Con Chávez se va la esperanza del Socialismo del Siglo XXI, esa entelequia que sustituyó a las variantes europeas de las ideas de Carlos Marx y que jamás han encontrado sustento práctico en ninguna de las regiones del planeta. Nicolás Maduro no parece calzar las botas para ese otro reemplazo y Rafael Correa no logra la bendición de La Habana, no se sabe si por falta de fondos o de fe en el modelo cubano que Chávez asimiló como dogma.
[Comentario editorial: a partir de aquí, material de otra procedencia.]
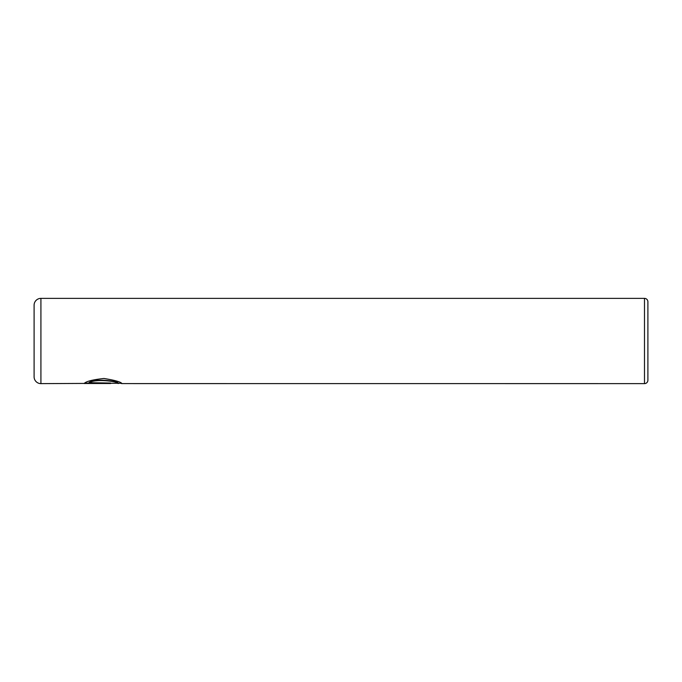 <?xml version="1.0" encoding="UTF-8"?>
<svg xmlns="http://www.w3.org/2000/svg" width="682" height="682" viewBox="0 0 682 682"><rect width="100%" height="100%" fill="white"/><g stroke="black" fill="none" stroke-linecap="round" stroke-linejoin="round"><path stroke-width="1.02" d="M121.549 383.284L118.182 383.284M644.49 383.625L644.49 298.375A3.41 3.41 0 0 1 647.9 301.785L647.9 380.215A3.41 3.41 0 0 1 644.49 383.625L121.984 383.599C120.987 381.963 114.985 380.258 103.979 378.484C92.795 379.661 86.179 381.332 84.133 383.497L110.595 383.497L110.595 383.037L88.941 382.696C94.031 377.964 119.162 381.144 118.182 383.258L40.92 383.625A6.82 6.82 0 0 1 34.1 376.805L34.1 305.195A6.82 6.82 0 0 1 40.92 298.375L40.92 383.625M644.49 298.375L40.92 298.375M88.941 383.037C93.997 378.314 119.171 381.485 118.182 383.599M120.748 383.284L121.933 383.625M110.595 383.037L84.687 383.156"/></g></svg>
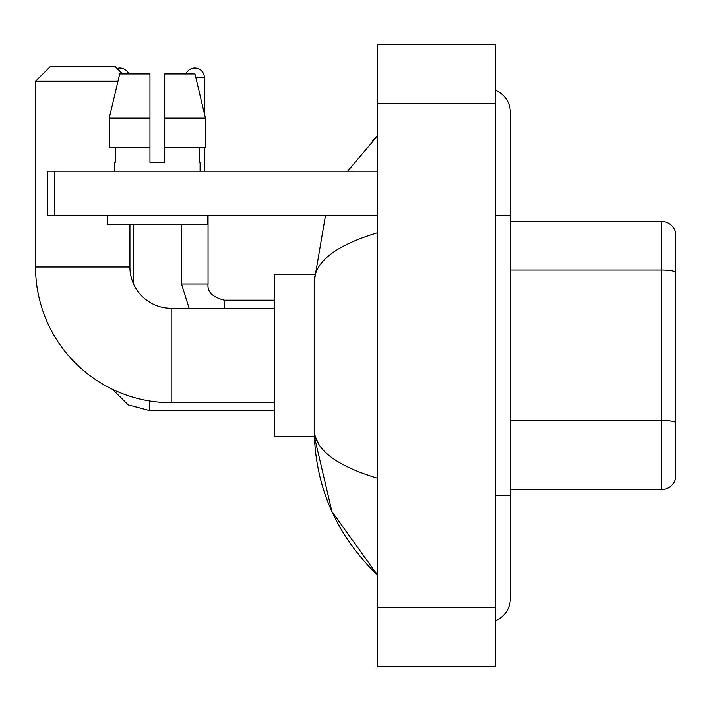 <?xml version="1.0" encoding="UTF-8"?>
<svg xmlns="http://www.w3.org/2000/svg" width="711" height="711" viewBox="0 0 711 711"><rect width="100%" height="100%" fill="white"/><g stroke="black" fill="none" stroke-linecap="round" stroke-linejoin="round"><path stroke-width="1.07" d="M675.45 231.946A14.744 14.744 0 0 0 661.292 221.325A14.744 14.744 0 0 1 675.45 231.946L675.45 479.054A14.744 14.744 0 0 1 661.292 489.675L510.311 489.675M675.45 271.904A14.744 2.56 180 0 0 661.292 270.064L661.292 221.325L510.311 221.325M495.567 495.567L510.311 495.567L510.311 112.222A23.587 23.587 0 0 0 495.567 90.35A23.587 23.587 0 0 1 510.311 112.222A23.587 23.587 0 0 0 495.567 90.35M495.567 620.65A23.587 23.587 0 0 0 510.311 598.778A23.587 23.587 0 0 1 495.567 620.65A23.587 23.587 0 0 0 510.311 598.778A23.587 23.587 0 0 1 495.567 620.65M377.612 232.746C335.912 245.322 314.777 261.568 314.218 281.485L314.218 429.515C314.689 449.37 335.823 465.607 377.612 478.254M377.612 666.607L495.567 666.607L495.567 44.393L377.612 44.393L377.612 666.607M314.218 281.485L325.496 215.433M347.563 171.2L377.612 135.81L347.563 171.2M314.342 274.41L274.41 274.41L274.41 436.59L314.342 436.59L331.921 511.591L377.612 575.19C335.983 534.77 314.849 486.217 314.218 429.515M318.644 443.966L315.266 436.59M164.712 162.348L149.968 162.348L164.712 162.348L149.968 162.348L164.712 162.348L164.712 73.882L194.956 73.882L205.435 118.115L205.435 147.604L164.712 147.604M185.944 73.882A9.581 9.581 0 0 1 204.368 77.57L204.368 113.627L205.435 118.115L164.712 118.115M274.41 402.684L171.2 402.684A135.65 135.65 0 0 1 35.55 267.034L35.55 81.258L50.294 66.514L115.173 66.514L122.541 73.882M171.2 402.684L171.2 308.316A41.282 41.282 0 0 1 129.917 267.034L129.917 224.276M117.964 81.258L35.55 81.258M117.066 68.407A9.581 9.581 0 0 1 128.735 73.882M133.153 283.076L133.153 224.276M204.368 147.604L204.368 171.2M54.72 215.433L47.344 215.433L47.344 171.2L54.72 171.2L54.72 215.433L377.612 215.433M377.612 171.2L54.72 171.2M114.578 162.348L115.218 162.348L114.578 162.348L114.578 171.2M200.093 162.348L199.453 162.348L200.093 162.348L200.093 171.2M199.453 147.604L199.453 162.348M149.968 118.115L109.245 118.115L119.715 73.882L149.968 73.882L149.968 162.348M115.218 162.348L115.218 147.604M107.21 215.433L107.21 224.276L207.47 224.276L207.47 215.433M149.968 147.604L109.245 147.604L109.245 118.115L119.715 73.882M205.435 147.604L205.435 118.115L194.956 73.882M675.45 422.298A14.744 2.56 180 0 0 661.292 420.459L661.292 270.064L510.311 270.064M661.292 489.675L661.292 420.459L510.311 420.459M495.567 215.433L510.311 215.433M377.612 607.629L495.567 607.629M377.612 103.371L495.567 103.371M35.55 267.034L129.917 267.034M149.372 400.915L149.372 410.496L128.202 404.888L112.454 389.299L128.202 404.888L149.372 410.496L128.202 404.888L112.454 389.299L128.202 404.888L149.372 410.496L128.202 404.888L112.454 389.299L128.202 404.888L149.372 410.496L128.202 404.888L112.454 389.299M181.518 224.276L181.518 283.991L189.117 308.316L181.518 283.991L189.117 308.316L181.518 283.991L189.117 308.316L181.518 283.991L189.117 308.316L181.518 283.991L208.03 283.991M195.836 77.57L204.368 77.57M208.056 215.433L208.056 283.991C207.168 291.857 212.571 297.26 224.276 300.211C212.571 297.26 207.168 291.857 208.056 283.991C207.168 291.857 212.571 297.26 224.276 300.211C212.571 297.26 207.168 291.857 208.056 283.991C207.168 291.857 212.571 297.26 224.276 300.211C212.571 297.26 207.168 291.857 208.056 283.991C207.168 291.857 212.571 297.26 224.276 300.211L224.276 308.316M510.311 495.567L510.311 598.778M377.612 135.81L372.484 140.76M377.612 575.19L372.484 570.24M274.41 308.316L171.2 308.316M274.41 410.496L149.372 410.496M208.056 283.991C207.168 291.857 212.571 297.26 224.276 300.211L274.41 300.211"/></g></svg>

Cuando regrese de Caracas Raúl Castro tendrá nuevas razones para preocuparse. En Venezuela se despedirá de un nuevo aliado, el preferido de La Habana, que tras vencer el reto electoral, deberá probar ante los suyos que es capaz de imponerse sobre las diferentes corrientes del chavismo, tan corruptas como interesadas en prolongar el saqueo del botín, antes que garantizar la supervivencia del experimento cubano.

En la Isla, para el menor de los Castro lo suyo es una apuesta contra el tiempo en busca de los cambios imprescindibles que otorguen la eficiencia imposible a un modelo que ni siquiera logra definirse. Las pocas y tímidas reformas económicas decretadas en cinco años no logran romper el letargo de la corrupción generalizada, la burocracia oficial y la indiferencia popular. La lealtad al legado de la revolución no asoma ya en los jóvenes más preocupados por huir del paraíso prometido que en lograr inútiles títulos universitarios. Su logro más notable, el permiso casi libre para entrar y salir del país adquiere ante el fallecimiento de Chávez (bien previsible para el gobierno cubano) la sospechosa condición de una estampida migratoria de nuevo tipo como las que Fidel Castro endilgó a tres administraciones demócratas en otras tantas décadas.

Por si fuera poco, Raúl deberá continuar muy atento a la evolución ideológica de su presunto heredero Miguel Díaz-Canel, nacido cuando ya los hermanos Castro desbarataban sin piedad el orden anterior, no vaya a ser cosa que ese pequeño Gorbachov que muchos líderes socialistas llevan dentro aparezca cuando ya sea demasiado tarde. Algo que ni la previsiblemente milagrosa momia del Presidente Comandante podrá impedir.